Linear Models and GLMs — Implementation
Goal
Implement linear and generalised linear models end-to-end: data prep, fitting, evaluation, and serialisation.
Conceptual Counterpart
- Linear and Generalised Linear Models — bias-variance, regularisation paths, GLM families
- Convex Optimization — normal equations, gradient descent convergence
- Credit Scoring — canonical application of logistic regression and GLMs
Purpose
Practical implementation of linear and generalised linear models with scikit-learn and statsmodels. Synthesised from Linear Models & GLMs.
Examples
- OLS, Ridge, Lasso, ElasticNet regression
- Logistic regression (binary and multi-class)
- Tweedie/Gamma GLM for insurance-style count/severity targets
Architecture
Raw features → ColumnTransformer (scale / encode)
→ Linear estimator (sklearn or statsmodels)
→ Threshold / inverse-link → predictions
Implementation
Setup
pip install scikit-learn statsmodelsOLS and Regularised Regression
import numpy as np
from sklearn.linear_model import Ridge, Lasso, ElasticNet
from sklearn.preprocessing import StandardScaler
from sklearn.pipeline import Pipeline
from sklearn.datasets import fetch_california_housing
from sklearn.model_selection import cross_val_score
X, y = fetch_california_housing(return_X_y=True)
# Ridge (L2) — automatically handles multicollinearity
ridge = Pipeline([("scaler", StandardScaler()), ("model", Ridge(alpha=1.0))])
cv_r2 = cross_val_score(ridge, X, y, cv=5, scoring="r2")
print(f"Ridge CV R²: {cv_r2.mean():.3f} ± {cv_r2.std():.3f}")

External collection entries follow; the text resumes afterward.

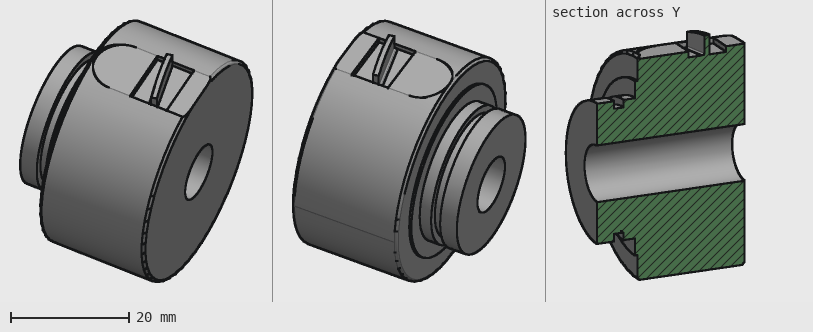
import cadquery as cq

body_radius = 20.0
body_start = 7.5
total_length = 27.5
rim_size = 0.5

spigot_radius = 12.5
groove_radius = 11.17
groove_start = 3.2
groove_end = 4.9
collar_radius = 15.53
collar_start = 7.07
bore_radius = 5.0

slot_width = 10.0
half_slot = slot_width / 2
slot_floor = (body_radius**2 - half_slot**2) ** 0.5
slot_start = body_start + rim_size

recess_start = 17.05
recess_end = 24.0
recess_depth = 1.0
recess_floor = slot_floor - recess_depth

key_angle = 12
key_thickness = 1.0
key_center = 20.45
key_length = 9.95
total_height = 41.85
key_top = total_height - body_radius
key_crown_radius = 18.0
key_foot_width = 0.6
key_foot_height = 0.05
key_foot_fillet = 0.25


def x_cylinder(radius, start, end):
    return cq.Workplane("YZ", origin=(start, 0, 0)).circle(radius).extrude(end - start)


def make_turned_body():
    body = x_cylinder(body_radius, body_start, total_length)
    body = body.faces("<X or >X").edges().fillet(rim_size)
    spigot = x_cylinder(spigot_radius, 0, groove_start)
    neck = x_cylinder(groove_radius, groove_start, groove_end)
    shoulder = x_cylinder(spigot_radius, groove_end, collar_start)
    collar = x_cylinder(collar_radius, collar_start, body_start)
    bore = x_cylinder(bore_radius, 0, total_length)
    return body.union(collar).union(shoulder).union(neck).union(spigot).cut(bore)


def make_slot():
    """Slot with a round closed end, running out through the back face."""
    round_center = slot_start + half_slot
    return (
        cq.Workplane("XY", origin=(0, 0, slot_floor))
        .moveTo(total_length, -half_slot)
        .lineTo(round_center, -half_slot)
        .threePointArc((slot_start, 0), (round_center, half_slot))
        .lineTo(total_length, half_slot)
        .close()
        .extrude(body_radius)
    )


def make_recess():
    recess = cq.Workplane("XY").box(
        recess_end - recess_start, slot_width, recess_depth, centered=(False, True, False)
    )
    return recess.translate((recess_start, 0, recess_floor))


def make_key():
    """Upright key with a crowned top and a filleted foot, turned about the vertical."""
    half_thickness = key_thickness / 2
    foot_edge = -half_thickness - key_foot_width
    foot_top = recess_floor + key_foot_height
    fillet_drop = key_foot_fillet * (1 - 0.5**0.5)
    blade = (
        cq.Workplane("XZ", origin=(0, key_length / 2, 0))
        .moveTo(half_thickness, recess_floor)
        .lineTo(half_thickness, key_top)
        .lineTo(-half_thickness, key_top)
        .lineTo(-half_thickness, foot_top + key_foot_fillet)
        .threePointArc(
            (-half_thickness - fillet_drop, foot_top + fillet_drop),
            (-half_thickness - key_foot_fillet, foot_top),
        )
        .lineTo(foot_edge, foot_top)
        .lineTo(foot_edge, recess_floor)
        .close()
        .extrude(key_length)
    )
    crown = x_cylinder(key_crown_radius, foot_edge, half_thickness)
    crown = crown.translate((0, 0, key_top - key_crown_radius))
    blade = blade.intersect(crown)
    return blade.rotate((0, 0, 0), (0, 0, 1), key_angle).translate((key_center, 0, 0))


result = make_turned_body().cut(make_slot()).cut(make_recess()).union(make_key())

# Lasso (L1) — sparse solutions
lasso = Pipeline([("scaler", StandardScaler()), ("model", Lasso(alpha=0.01))])
# ElasticNet — combined
enet = Pipeline([
("scaler", StandardScaler()),
("model", ElasticNet(alpha=0.01, l1_ratio=0.5))
])Selecting alpha with cross-validation:
from sklearn.linear_model import RidgeCV, LassoCV
lasso_cv = Pipeline([
("scaler", StandardScaler()),
("model", LassoCV(cv=5, alphas=np.logspace(-4, 2, 50)))
])
lasso_cv.fit(X, y)
print("Best alpha:", lasso_cv["model"].alpha_)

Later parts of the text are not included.